This moment of ecstasy occurred in Lunenberg, Nova Scotia. It was August, and my sisters and I were strolling around the sun-daubed streets, marveling at the blueness of the sky and looking for birthday presents for my mom. For fun, we stuck our heads into our favorite dollar store. Canadian discounts! The best! Anyway, it was there that I found, on sale for ninety-nine cents, the aforementioned dry-erase calendars. The month-at-a-glance kind. With magnets, for the fridge! Perfect! We’d been looking for something just like them.

I bought two. “Mike’ll be so excited,” I told my sisters. “He’s all about calendars.”

But when I got back to the states Mike wasn’t so thrilled after all. About the calendars, that is. He was, in fact, totally unresponsive. When I brought them out of the suitcase (“tah-dah!”) he just looked at me bemusedly.

I scrunched my forehead worriedly. “Is it the maple leafs? I know they’re a bit weird. ”

He cocked his head, saying nothing.

“But you’re Canadian! Or your mom is. Isn’t that nice?”

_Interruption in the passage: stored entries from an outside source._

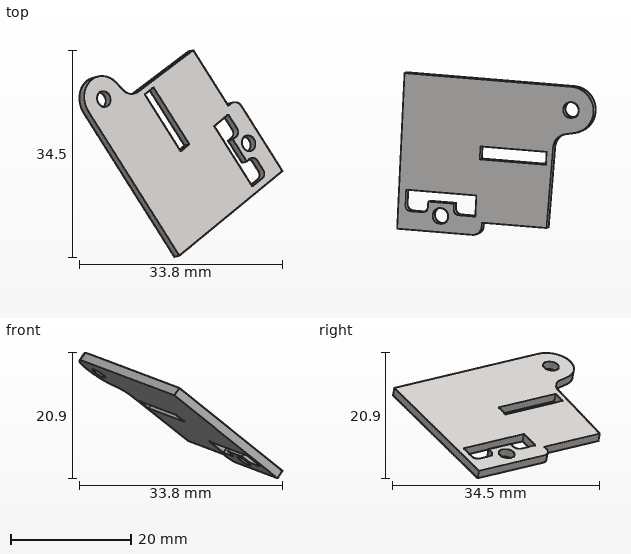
import cadquery as cq
import math

thickness = 1.5
body_width = 24.0
body_length = 25.7
end_edge_slope = 2.0
tab_width = 2.17
tab_length = 14.5
tab_corner_radius = 1.48
full_width = body_width + tab_width

hole_diameter = 2.65
ear_radius = 3.9
ear_center = (ear_radius, 28.93)
ear_flank_angle = 12.0
ear_fillet_radius = 2.48

slot_width = 2.17
slot_length = 11.4
slot_corner = (11.25, 13.65)

window_corner = (19.5, 1.25)
window_width = 3.55
window_length = 12.1
window_corner_radius = 1.0
tongue_reach = 1.85
tongue_width = 4.45
tongue_center_y = 7.35
tab_hole_center = (23.45, tongue_center_y)

normal_tilt = 34.3
normal_heading = 15.1
width_heading = 39.4


def tilted_plane():
    """Plane of the lower face, with local X along the short edge."""
    tilt = math.radians(normal_tilt)
    lean = math.radians(normal_heading)
    heading = math.radians(width_heading)
    normal = (math.sin(tilt) * math.cos(lean), math.sin(tilt) * math.sin(lean), math.cos(tilt))
    rise = -math.tan(tilt) * math.cos(heading - lean)
    return cq.Plane(origin=(0, 0, 0), xDir=(math.cos(heading), math.sin(heading), rise), normal=normal)


plane = tilted_plane()


def block(corner, width, length):
    return cq.Workplane(plane).center(*corner).rect(width, length, centered=False).extrude(thickness)


def round_corner(solid, corner, radius):
    """Fillet the through-thickness edge standing at a corner of the outline."""
    edge_middle = plane.toWorldCoords((*corner, thickness / 2))
    return solid.edges(cq.selectors.NearestToPointSelector(edge_middle)).fillet(radius)


def make_plate():
    """Solid outline: body, side tab and ear blended by a leaning flank."""
    flank = math.radians(ear_flank_angle)
    center_x, center_y = ear_center
    flank_start = (center_x + ear_radius * math.cos(flank), center_y + ear_radius * math.sin(flank))
    slope = math.tan(math.radians(end_edge_slope))
    flank_run = math.tan(flank)
    start_x, start_y = flank_start
    end_edge_y = body_length + slope * (body_width - start_x)
    drop = (start_y - end_edge_y) / (1 - slope * flank_run)
    inner_corner = (start_x + drop * flank_run, start_y - drop)
    body = (
        cq.Workplane(plane)
        .lineTo(body_width, 0)
        .lineTo(body_width, body_length)
        .lineTo(*inner_corner)
        .lineTo(*flank_start)
        .threePointArc((center_x, center_y + ear_radius), (center_x - ear_radius, center_y))
        .close()
        .extrude(thickness)
    )
    body = round_corner(body, inner_corner, ear_fillet_radius)
    tab = block((0, 0), full_width, tab_length)
    tab = round_corner(tab, (full_width, tab_length), tab_corner_radius)
    return body.union(tab)


def make_window():
    """Two rounded bays joined by a narrow passage beside the tongue."""
    left, bottom = window_corner
    right = left + window_width
    top = bottom + window_length
    tongue_bottom = tongue_center_y - tongue_width / 2
    tongue_top = tongue_center_y + tongue_width / 2
    window = block(window_corner, window_width - tongue_reach, window_length)
    for low, high, rounded in (
        (bottom, tongue_bottom, (bottom, tongue_bottom)),
        (tongue_top, top, (tongue_top,)),
    ):
        bay = block((left, low), window_width, high - low)
        for y in rounded:
            bay = round_corner(bay, (right, y), window_corner_radius)
        window = window.union(bay)
    return window


holes = (
    cq.Workplane(plane)
    .pushPoints([ear_center, tab_hole_center])
    .circle(hole_diameter / 2)
    .extrude(thickness)
)
slot = block(slot_corner, slot_width, slot_length)

result = make_plate().cut(holes).cut(slot).cut(make_window())
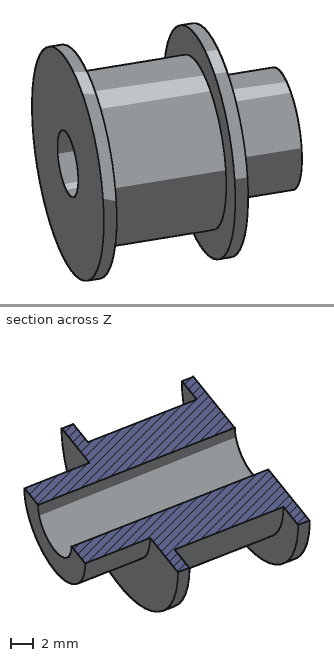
import cadquery as cq

flange_diameter = 21.0
core_diameter = 15.7
hub_diameter = 11.0
bore_diameter = 6.0

total_length = 20.0
flange_thickness = 1.2
core_length = 11.0
hub_length = total_length - 2 * flange_thickness - core_length


def add_section(body, diameter, length):
    """Stack a cylinder on the body's +Y end face."""
    return body.faces(">Y").workplane().circle(diameter / 2).extrude(length)


front_flange = cq.Workplane("XZ").circle(flange_diameter / 2).extrude(-flange_thickness)

pulley = add_section(front_flange, core_diameter, core_length)
pulley = add_section(pulley, flange_diameter, flange_thickness)
pulley = add_section(pulley, hub_diameter, hub_length)

bore = cq.Workplane("XZ").circle(bore_diameter / 2).extrude(-total_length)
result = pulley.cut(bore)

Mike nodded slowly. “It’s very sweet.”

“OK, but otherwise they’re perfect. I mean, you’ve been wanting a calendar we can both write on. And look! They come with their very own dry erase markers!” I held one out. “Isn’t it cute?”

“Yes,” Mike said, with no zeal at all.

“Whatever. It’s going to change our lives. I bought two. One for this month, one for next month.”

Nothing.

“Anyway. I’m excited,” I muttered.

And up on the fridge it went.

Of course it didn’t take me long to see the problem. The boxes were too small. You couldn’t fit more than one or two words in them. That might be fine for a single person with no kids–someone who just needs to write “work,” or “spa,” or “Hawaii.” But for me? For us? It wouldn’t get us through breakfast.

So after the first week I stopped filling it out. Then, when I went back the other day, resolved to make a greater effort–if for no other reason than to prove MIke wrong–the dry erase marker had dried up.

“You’ve got to be kidding me,” I muttered. I could almost hear Mike’s delighted croon: “That’s your deep discount talking!”

I looked for the other marker. You know, the one for the “backup month.” Behind the stove. Unreachable.

So now I can’t write on it even if I wanted to. Oh, I could buy a new marker, but what’s the point? I hate the stupid thing. Canadian maple leafs? What was I thinking?

The next time I buy a wall calendar it’s going to have squares six inches wide. It’ll come with twelve dry erase markers, in different colors for all of the categories of our lives. And nationally speaking it’ll be neutral. Like Switzerland. After all, this is not about declaring fealty to a country. It’s about remembering when book club meets.

In the meantime? This one goes in the trash. Because God knows it’s not recyclable.  Damn those Canadians.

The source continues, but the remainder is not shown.